Nach fünf Jahren ist Schluss: Völlig überraschend legt Uwe Bischoff mitten in der Vorbereitung sein Traineramt beim Fußball-Bezirksligisten TSV Bassen mit sofortiger Wirkung nieder.

Bassen – Paukenschlag beim TSV Bassen: Knapp drei Wochen vor dem Saisonstart muss sich der Fußball-Bezirksligist einen neuen Trainer suchen. Denn wie Uwe Bischoff auf Nachfrage bestätigte, steht er den Grün-Roten mit sofortiger Wirkung nicht mehr zur Verfügung.

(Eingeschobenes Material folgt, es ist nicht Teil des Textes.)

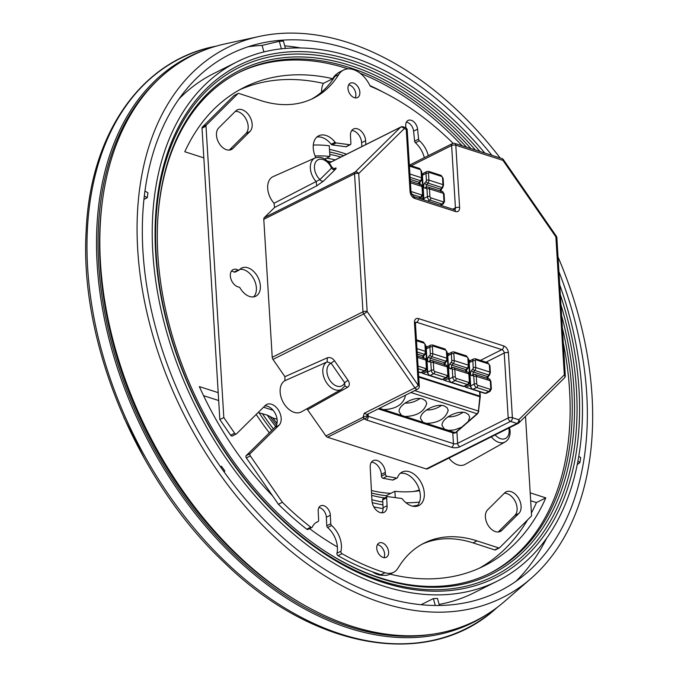 <?xml version="1.0" encoding="UTF-8"?>
<svg xmlns="http://www.w3.org/2000/svg" width="678" height="678" viewBox="0 0 678 678"><rect width="100%" height="100%" fill="white"/><g stroke="black" fill="none" stroke-linecap="round" stroke-linejoin="round"><path stroke-width="1.02" d="M336.89 73.902A23.857 15.747 63.4 0 0 332.762 78.673L323.372 83.386A23.857 15.747 63.4 0 0 321.525 92.166M329.491 149.406A192.713 127.193 -116.6 0 1 346.551 154.228M239.52 89.852A264.403 174.5 -116.6 0 1 323.372 83.386M369.942 85.581A270.92 178.806 -116.6 0 1 383.646 92.394M238.198 72.834A280.09 184.857 -116.6 0 1 348.094 68.868M360.103 73.224A280.09 184.857 -116.6 0 1 448.15 131.634A280.09 184.857 -116.6 0 1 462.125 145.762M563.265 342.627A280.09 184.857 -116.6 0 1 489.202 573.622M332.762 78.673A264.403 174.5 -116.6 0 0 244.165 87.386A264.403 174.5 -116.6 0 0 184.797 151.753L203.832 157.864M383.426 575.266A23.857 15.747 -116.6 0 1 372.493 571.817M337.39 546.926A264.403 174.5 -116.6 0 1 309.575 528.628M272.514 495.762A264.403 174.5 -116.6 0 1 199.34 386.587L218.197 392.647M390.011 574.122A270.92 178.806 -116.6 0 0 484.041 565.961A270.92 178.806 -116.6 0 0 545.824 497.872L530.188 492.847M273.124 410.283L263.539 407.207M157.55 223.748A280.09 184.857 -116.6 0 1 239.249 72.3A280.09 184.857 -116.6 0 1 450.26 130.574A280.09 184.857 -116.6 0 1 466.532 147.177M562.367 327.932A280.09 184.857 -116.6 0 1 490.262 573.096A280.09 184.857 -116.6 0 1 320.033 547.917M545.824 497.872L536.434 502.584A270.92 178.806 -116.6 0 1 531.425 512.992M527.603 519.856A270.92 178.806 -116.6 0 1 479.287 568.206M218.672 400.529L203.561 395.672M271.734 430.479A189.196 124.871 -116.6 0 1 259.081 412.792L258.03 412.631M259.081 412.792L267.268 415.148L272.87 417.936A175.212 115.641 63.4 0 0 276.988 423.369M277.099 419.292L272.87 417.936M536.434 502.584L530.671 500.728M324.77 159.025L329.923 156.448A178.399 117.743 63.4 0 0 315.092 155.999M313.287 145.058A189.967 125.379 63.4 0 1 329.262 145.762L329.923 156.448M470.93 148.592A281.607 185.857 63.4 0 0 451.895 128.947A281.607 185.857 63.4 0 0 157.576 223.189A281.607 185.857 63.4 0 0 279.955 515.272A281.607 185.857 63.4 0 0 320.491 548.239A281.607 185.857 63.4 0 0 523.043 551.884A281.607 185.857 63.4 0 0 561.621 315.736M383.104 508.636A192.713 127.193 -116.6 0 1 373.781 506.813M269.352 432.827A192.713 127.193 -116.6 0 1 256.208 414.428M419.402 490.008A175.212 115.641 -116.6 0 1 413.868 491.448M390.816 493.347A175.212 115.641 -116.6 0 1 371.417 490.499M395.274 497.618L394.893 491.304L386.511 495.499L386.918 496.821M394.893 491.304A178.399 117.743 63.4 0 0 419.589 490.703M405.961 502.729A189.967 125.379 63.4 0 0 419.47 502.067M412.419 506.135A189.967 125.379 63.4 0 0 417.716 505.246M475.397 150.024A284.438 187.73 63.4 0 0 453.158 126.803A284.438 187.73 63.4 0 0 174.305 138.414A284.438 187.73 63.4 0 0 279.489 517.017A284.438 187.73 63.4 0 0 513 564.265A284.438 187.73 63.4 0 0 560.96 304.93M480.007 151.508A286.514 189.103 63.4 0 0 454.802 124.879A286.514 189.103 63.4 0 0 173.907 136.575A286.514 189.103 63.4 0 0 279.861 517.941A286.514 189.103 63.4 0 0 517.789 563.426A286.514 189.103 63.4 0 0 560.333 294.633M559.731 284.828A290.421 191.679 -116.6 0 1 497.466 581.038A290.421 191.679 -116.6 0 1 278.666 520.619A290.421 191.679 -116.6 0 1 237.198 61.774A290.421 191.679 -116.6 0 1 455.989 122.193A290.421 191.679 -116.6 0 1 484.812 153.05M439.412 605.462L437.463 598.42A290.421 191.679 -116.6 0 1 433.352 598.581L421.131 604.7M497.466 581.038L473.863 592.869A290.421 191.679 -116.6 0 1 439.124 604.42M178.958 98.988A290.421 191.679 -116.6 0 1 213.595 73.605L237.198 61.774M143.931 199.417L147.245 197.747A290.421 191.679 -116.6 0 1 147.965 192.84L144.948 190.993M224.045 471.863L224.859 471.015A290.421 191.679 -116.6 0 1 221.469 466.261L220.452 466.769M546.544 538.408A305.905 201.9 -116.6 0 1 515.95 581.317M284.726 45.824A305.905 201.9 -116.6 0 1 300.718 47.969M263.903 51.943L262.089 45.401A305.905 201.9 -116.6 0 0 248.029 46.799M558.926 271.675A300.362 198.239 -116.6 0 1 525.255 574.173A300.362 198.239 -116.6 0 1 273.149 528.679A300.362 198.239 -116.6 0 1 142.448 240.317A300.362 198.239 -116.6 0 1 259.327 43.612A300.362 198.239 -116.6 0 1 456.54 116.624A300.362 198.239 -116.6 0 1 491.914 155.33M578.775 456.421L580.682 457.591A301.676 199.103 -116.6 0 1 579.961 462.506L577.275 464.566M281.395 48.824L279.319 41.299A301.676 199.103 -116.6 0 1 283.429 41.138L285.446 48.435M279.319 41.299L262.089 45.401M500.169 157.982A307.481 202.942 63.4 0 0 458.752 111.726A307.481 202.942 63.4 0 0 259.174 36.459A307.481 202.942 63.4 0 0 137.159 236.758A307.481 202.942 63.4 0 0 271.005 533.552A307.481 202.942 63.4 0 0 530.899 578.58A307.481 202.942 63.4 0 0 558.028 256.954M530.899 578.58L504.788 601.242A316.16 208.663 -116.6 0 1 237.554 554.943A316.16 208.663 -116.6 0 1 99.929 249.775A316.16 208.663 -116.6 0 1 225.393 43.824L259.174 36.459M303.617 604.776A313.287 206.773 -116.6 0 1 236.012 554.18A313.287 206.773 -116.6 0 1 102.175 202.875M579.961 462.506L577.919 461.252M435.259 605.471L433.352 598.581M220.672 467.091L221.469 466.261M147.245 197.747L144.321 195.959M311.948 527.433L307.965 529.433A1.78 1.178 63.4 0 1 306.787 529.204L310.77 527.204A1.78 1.178 63.4 0 0 311.948 527.433A1.78 1.178 63.4 0 0 312.346 527.001A20.594 13.594 -116.6 0 1 316.957 522.026A20.594 13.594 -116.6 0 1 318.041 521.568A1.78 1.178 -116.6 0 0 318.135 521.526A1.78 1.178 -116.6 0 0 318.652 520.382L318.202 511.11A8.204 5.416 -116.6 0 1 320.592 505.839A8.204 5.416 -116.6 0 1 326.804 507.585A8.204 5.416 -116.6 0 1 330.339 515.238L330.754 523.78A1.78 1.178 -116.6 0 0 331.601 525.509A20.594 13.594 -116.6 0 1 340.924 551.256A1.78 1.178 63.4 0 0 342.026 553.689A276.302 182.365 -116.6 0 0 385.002 572.724A22.06 14.56 -116.6 0 0 393.587 572.325A22.06 14.56 -116.6 0 0 397.63 568.639L399.639 565.537A134.066 88.479 -116.6 0 1 424.157 543.112A134.066 88.479 -116.6 0 1 477.066 540.9L498.694 547.926A1.78 1.178 63.4 0 0 499.398 547.892A1.78 1.178 63.4 0 0 499.601 547.748L531.247 516.229A1.78 1.178 63.4 0 0 531.56 515.204L525.509 416.351M422.191 544.146A134.066 88.479 -116.6 0 1 473.083 542.892L494.711 549.917A1.78 1.178 63.4 0 0 495.415 549.892A1.78 1.178 63.4 0 0 495.618 549.739M393.587 572.325L389.613 574.325A22.06 14.56 -116.6 0 1 381.019 574.724A276.302 182.365 -116.6 0 1 338.042 555.689A1.78 1.178 63.4 0 1 336.941 553.248L340.924 551.256M331.601 525.509L327.618 527.509A20.594 13.594 -116.6 0 1 336.941 553.248M327.618 527.509A1.78 1.178 -116.6 0 1 326.771 525.772L326.355 517.238L330.339 515.238M318.923 507.491A8.204 5.416 -116.6 0 1 326.355 517.238M310.77 527.204A270.251 178.365 -116.6 0 1 282.379 502.271L278.395 504.263A270.251 178.365 -116.6 0 0 306.787 529.204M264.886 405.876A12.187 8.043 -116.6 0 1 275.548 414.089A12.187 8.043 -116.6 0 1 275.031 427.233L246.216 455.624A1.78 1.178 63.4 0 0 246.351 457.913L278.395 504.263M246.216 455.624L250.199 453.624A1.78 1.178 63.4 0 0 250.335 455.921L282.379 502.271M250.199 453.624L279.014 425.242A12.187 8.043 -116.6 0 0 278.743 410.614A12.187 8.043 -116.6 0 0 266.708 404.444A12.187 8.043 -116.6 0 0 265.327 405.444L236.512 433.827A1.78 1.178 63.4 0 1 236.308 433.971A1.78 1.178 63.4 0 1 234.656 433.234L223.825 417.563L219.841 419.555L230.673 435.225A1.78 1.178 63.4 0 0 232.325 435.971A1.78 1.178 63.4 0 0 232.529 435.827M234.419 95.386A1.78 1.178 63.4 0 0 234.173 95.462A1.78 1.178 63.4 0 0 233.969 95.615L202.332 127.133A1.78 1.178 63.4 0 0 202.019 128.15L219.841 419.555M202.332 127.133L206.315 125.133A1.78 1.178 63.4 0 0 206.002 126.159L223.825 417.563M206.315 125.133L237.953 93.615A1.78 1.178 63.4 0 1 238.156 93.462A1.78 1.178 63.4 0 1 238.859 93.437L260.496 100.463A134.066 88.479 -116.6 0 0 313.397 98.251A134.066 88.479 -116.6 0 0 338.746 74.521A25.247 16.662 -116.6 0 1 343.517 70.054A25.247 16.662 -116.6 0 1 369.841 85.403A1.78 1.178 63.4 0 0 370.891 86.47A263.911 174.178 -116.6 0 1 453.124 143.321M338.746 74.521L334.762 76.521A134.066 88.479 -116.6 0 1 311.388 99.208M334.762 76.521A25.247 16.662 -116.6 0 1 339.534 72.054L343.517 70.054M359.857 92.267A8.034 5.305 -116.6 0 1 357.518 97.547A8.034 5.305 -116.6 0 1 351.475 95.886A8.034 5.305 -116.6 0 1 347.984 88.462A8.034 5.305 -116.6 0 1 350.323 83.182A8.034 5.305 -116.6 0 1 356.365 84.843A8.034 5.305 -116.6 0 1 359.857 92.267M348.661 84.843A8.034 5.305 -116.6 0 1 355.874 94.267A8.034 5.305 -116.6 0 1 355.196 97.878M388.604 552.053A8.017 5.288 -116.6 0 1 386.274 557.316A8.017 5.288 -116.6 0 1 380.248 555.663A8.017 5.288 -116.6 0 1 376.756 548.248A8.017 5.288 -116.6 0 1 379.087 542.985A8.017 5.288 -116.6 0 1 385.121 544.646A8.017 5.288 -116.6 0 1 388.604 552.053M377.434 544.654A8.017 5.288 -116.6 0 1 384.621 554.053A8.017 5.288 -116.6 0 1 383.951 557.647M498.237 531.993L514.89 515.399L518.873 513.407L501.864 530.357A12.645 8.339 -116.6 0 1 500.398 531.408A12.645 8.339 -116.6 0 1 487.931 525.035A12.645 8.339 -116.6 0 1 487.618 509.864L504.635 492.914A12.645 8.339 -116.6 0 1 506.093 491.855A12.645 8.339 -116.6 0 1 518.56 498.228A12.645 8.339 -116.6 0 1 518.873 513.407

Bischoff: Jeder macht Fehler

Dabei hatte Bischoff seinen Vertrag in Bassen erst im Januar um eine weitere Saison verlängert. Persönliche Dinge sowie einige andere Probleme im Verein haben ihn nun jedoch zum Umdenken gezwungen. „Ich denke, dass ich den Zeitpunkt für den richtigen Absprung in Bassen einfach verpasst habe“, resümierte Bischoff nach fünf erfolgreichen Jahren. „Gleichwohl wünsche ich dem Verein für die Zukunft alles Gute und bin auch überzeugt davon, dass noch genügend Zeit ist, um einen Nachfolger für mich zu finden“, gibt der 61-Jährige zu verstehen. Auch wenn Bischoff bezüglich seiner Gründe für den Ausstieg nicht komplett ins Detail gehen wollte, war ihm deutlich anzuhören, dass gewisse Dinge innerhalb der Mannschaft einfach nicht mehr gepasst haben. „Ja, mitunter hätte ich mir schon etwas mehr Unterstützung gewünscht. Aber jeder macht Fehler. Da schließe ich mich nicht aus. Doch zuletzt hatte ich immer mehr das Gefühl, dass es so nicht weitergeht. Daher ist es besser, wenn ich konsequent bin und einen Schlussstrich ziehe. Ich denke, dass es so am besten für den Verein ist.“

Vielleicht zieht es mich ja auch in einen anderen Kreis. Dann lerne ich auch noch mal andere Sportplätze kennen.

Uwe Bischoff

Angesprochen auf seine Zukunft, hat Bischoff klare Vorstellungen. Nach einer Pause soll es für den 61-Jährigen definitiv weitergehen als Trainer. „Da habe ich auf jeden Fall noch Bock drauf. Und es muss nicht zwingend die Bezirksliga sein. Nein, wichtig ist mir, dass der Verein ein gutes Konzept hat. Vielleicht zieht es mich ja auch in einen anderen Kreis. Dann lerne ich auch noch mal andere Sportplätze“, wäre das für Bischoff auch eine reizvolle Aufgabe. Bis es so weit ist, wird der 61-Jährige aber sicherlich auch bei dem einen oder anderen Spiel als neutraler Zuschauer zu finden sein.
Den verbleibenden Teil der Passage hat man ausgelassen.